What is required
Set the data down exactly as it stands, and keep its pictures out.

(Data entries)
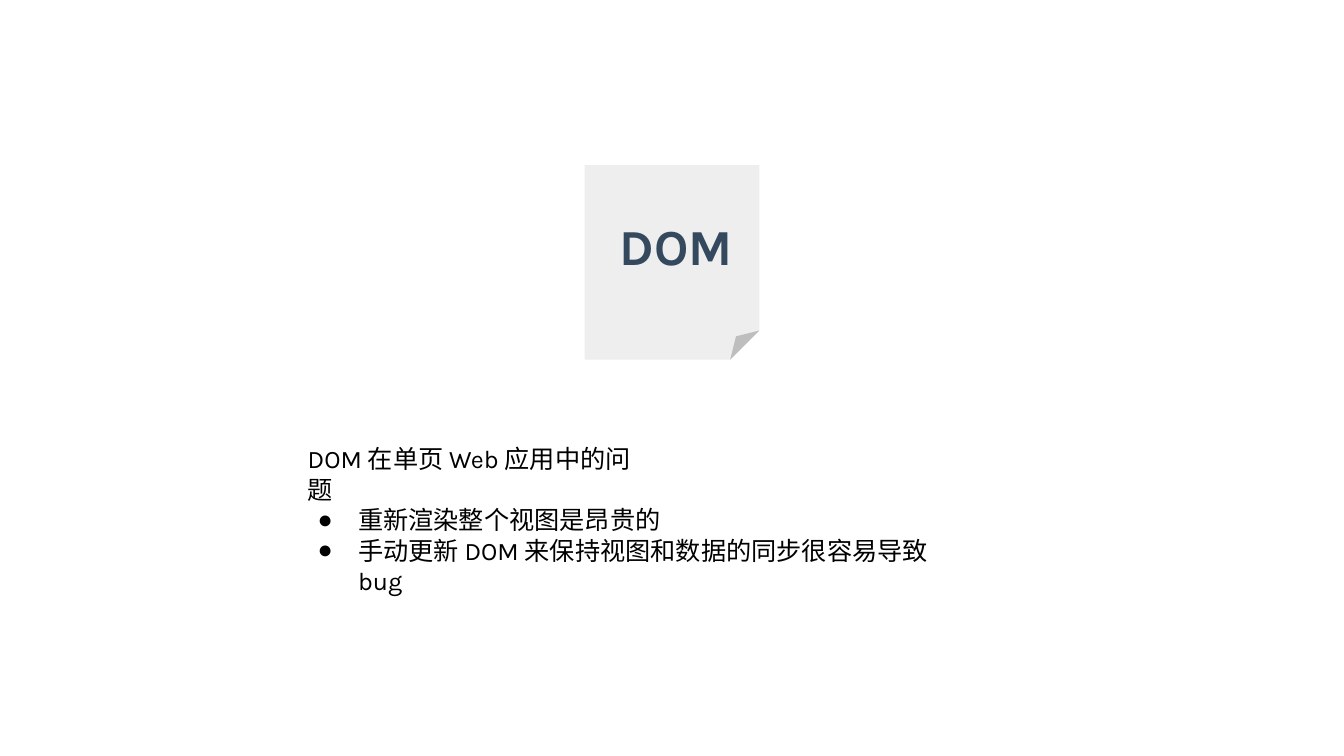
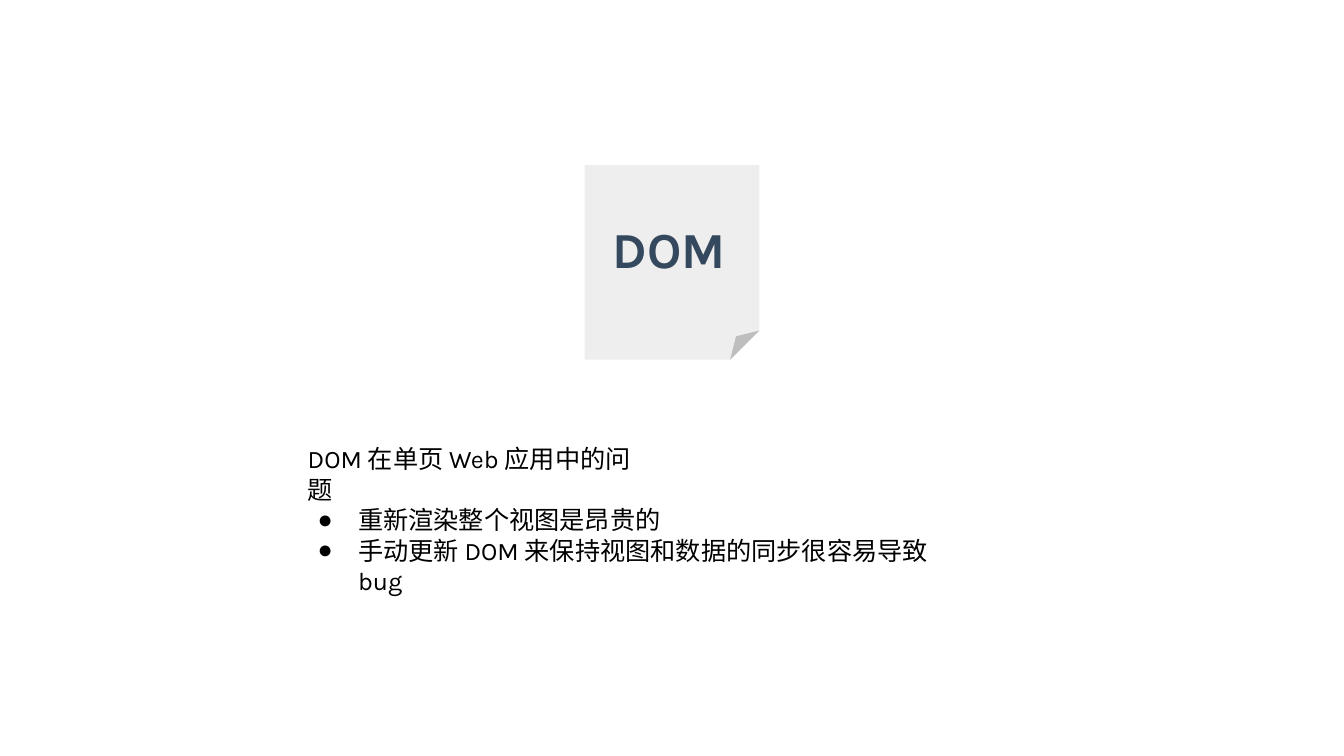
Before and after one commit to RamirezET/vue-sharing, a slide deck: slide 10 of Vue 2.pptx. Drawn at 1344x756 pixels with LibreOffice and Linux fonts; fonts in the diff are those of the drawing. Boxes give left, top, right and bottom in pixels: in the first picture for what was removed or moved away, otherwise in the second. Text is boxed around its words. In the diff, an @@ line names an element or a change of style, - is before the commit and + after.

```diff
--- a/Vue 2.pptx
+++ b/Vue 2.pptx
@@ text "DOM": place and size @@
-text "DOM" at <box>620,231,733,266</box>
+text "DOM" at <box>612,234,725,269</box>
```
Also in this commit, not shown: 2 other slides changed.

The completed task
Before and after one commit to RamirezET/vue-sharing, a slide deck: slide 10 of Vue 2.pptx. Drawn at 1344x756 pixels with LibreOffice and Linux fonts; fonts in the diff are those of the drawing. Boxes give left, top, right and bottom in pixels: in the first picture for what was removed or moved away, otherwise in the second. Text is boxed around its words. In the diff, an @@ line names an element or a change of style, - is before the commit and + after.

```diff
--- a/Vue 2.pptx
+++ b/Vue 2.pptx
@@ text "DOM": place and size @@
-text "DOM" at <box>620,231,733,266</box>
+text "DOM" at <box>612,234,725,269</box>
```
Also in this commit, not shown: 2 other slides changed.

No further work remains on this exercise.